Work request:
Every line in the records below between the one holding "body_size = 25.0" and the one holding "along +Z, with", inclusive, is to be set down exactly; all other lines are to be left out.

START Task data

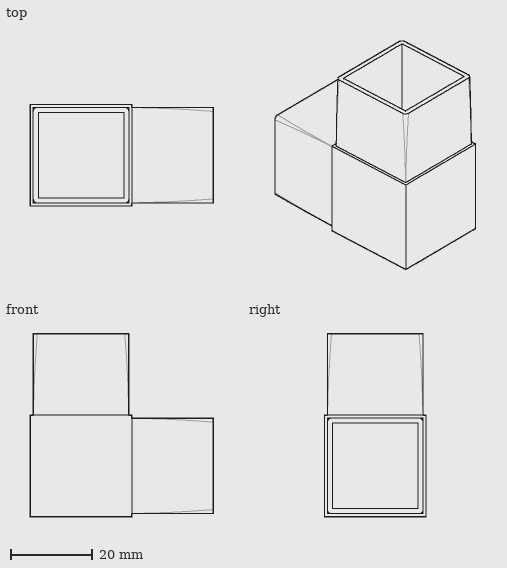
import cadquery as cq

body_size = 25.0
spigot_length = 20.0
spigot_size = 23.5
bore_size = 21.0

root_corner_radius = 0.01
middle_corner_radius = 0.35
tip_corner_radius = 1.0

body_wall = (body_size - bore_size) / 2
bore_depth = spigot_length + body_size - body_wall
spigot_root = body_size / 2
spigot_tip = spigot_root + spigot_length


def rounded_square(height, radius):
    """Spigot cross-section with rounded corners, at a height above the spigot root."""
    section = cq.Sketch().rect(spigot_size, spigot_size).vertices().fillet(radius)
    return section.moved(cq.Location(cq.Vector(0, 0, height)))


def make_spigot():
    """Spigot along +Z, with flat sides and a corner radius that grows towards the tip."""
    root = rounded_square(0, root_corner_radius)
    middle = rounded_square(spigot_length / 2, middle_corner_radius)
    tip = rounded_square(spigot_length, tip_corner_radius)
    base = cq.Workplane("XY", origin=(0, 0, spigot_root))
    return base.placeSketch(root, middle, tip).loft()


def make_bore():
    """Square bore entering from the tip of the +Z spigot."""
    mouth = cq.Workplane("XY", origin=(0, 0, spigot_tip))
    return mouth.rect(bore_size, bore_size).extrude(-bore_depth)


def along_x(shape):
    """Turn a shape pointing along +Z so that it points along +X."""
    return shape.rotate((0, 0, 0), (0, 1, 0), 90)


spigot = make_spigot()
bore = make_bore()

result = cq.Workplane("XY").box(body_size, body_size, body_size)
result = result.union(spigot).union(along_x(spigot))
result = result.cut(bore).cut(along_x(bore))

END Task data
START Task data

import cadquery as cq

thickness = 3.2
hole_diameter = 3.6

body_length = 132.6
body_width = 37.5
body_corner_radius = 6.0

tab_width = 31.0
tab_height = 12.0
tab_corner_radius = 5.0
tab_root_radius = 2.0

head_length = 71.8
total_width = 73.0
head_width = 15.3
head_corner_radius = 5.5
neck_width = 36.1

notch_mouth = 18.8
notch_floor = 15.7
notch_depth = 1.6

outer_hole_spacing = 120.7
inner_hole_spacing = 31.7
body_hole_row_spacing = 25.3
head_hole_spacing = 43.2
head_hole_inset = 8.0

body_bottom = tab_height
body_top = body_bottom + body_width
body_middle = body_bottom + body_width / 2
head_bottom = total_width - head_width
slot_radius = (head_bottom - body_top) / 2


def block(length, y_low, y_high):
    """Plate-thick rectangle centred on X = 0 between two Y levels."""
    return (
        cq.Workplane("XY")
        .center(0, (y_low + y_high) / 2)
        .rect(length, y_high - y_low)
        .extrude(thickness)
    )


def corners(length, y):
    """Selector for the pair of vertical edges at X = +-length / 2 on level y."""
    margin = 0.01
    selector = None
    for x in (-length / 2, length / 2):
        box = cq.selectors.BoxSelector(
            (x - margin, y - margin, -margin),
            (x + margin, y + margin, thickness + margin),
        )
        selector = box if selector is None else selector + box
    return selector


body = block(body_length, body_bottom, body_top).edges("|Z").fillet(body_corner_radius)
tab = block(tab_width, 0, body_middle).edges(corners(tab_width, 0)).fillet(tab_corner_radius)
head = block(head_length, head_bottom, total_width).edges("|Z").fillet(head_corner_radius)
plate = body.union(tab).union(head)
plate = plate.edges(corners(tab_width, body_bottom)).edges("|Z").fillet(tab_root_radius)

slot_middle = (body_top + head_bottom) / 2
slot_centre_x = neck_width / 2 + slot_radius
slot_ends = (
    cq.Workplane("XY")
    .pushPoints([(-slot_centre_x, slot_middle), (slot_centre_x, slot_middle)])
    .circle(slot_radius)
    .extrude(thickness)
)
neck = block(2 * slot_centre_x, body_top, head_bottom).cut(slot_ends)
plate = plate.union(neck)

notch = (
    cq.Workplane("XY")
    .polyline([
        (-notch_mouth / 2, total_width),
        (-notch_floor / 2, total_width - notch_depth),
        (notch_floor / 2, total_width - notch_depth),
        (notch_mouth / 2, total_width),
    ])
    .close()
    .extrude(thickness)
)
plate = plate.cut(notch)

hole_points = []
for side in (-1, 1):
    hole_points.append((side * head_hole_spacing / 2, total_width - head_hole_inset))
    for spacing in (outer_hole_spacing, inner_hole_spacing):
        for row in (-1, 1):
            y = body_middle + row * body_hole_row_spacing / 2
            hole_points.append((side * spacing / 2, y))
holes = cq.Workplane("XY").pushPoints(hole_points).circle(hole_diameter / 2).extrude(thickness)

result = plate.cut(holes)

END Task data

Result:
body_size = 25.0
spigot_length = 20.0
spigot_size = 23.5
bore_size = 21.0

root_corner_radius = 0.01
middle_corner_radius = 0.35
tip_corner_radius = 1.0

body_wall = (body_size - bore_size) / 2
bore_depth = spigot_length + body_size - body_wall
spigot_root = body_size / 2
spigot_tip = spigot_root + spigot_length


def rounded_square(height, radius):
    """Spigot cross-section with rounded corners, at a height above the spigot root."""
    section = cq.Sketch().rect(spigot_size, spigot_size).vertices().fillet(radius)
    return section.moved(cq.Location(cq.Vector(0, 0, height)))


def make_spigot():
    """Spigot along +Z, with flat sides and a corner radius that grows towards the tip."""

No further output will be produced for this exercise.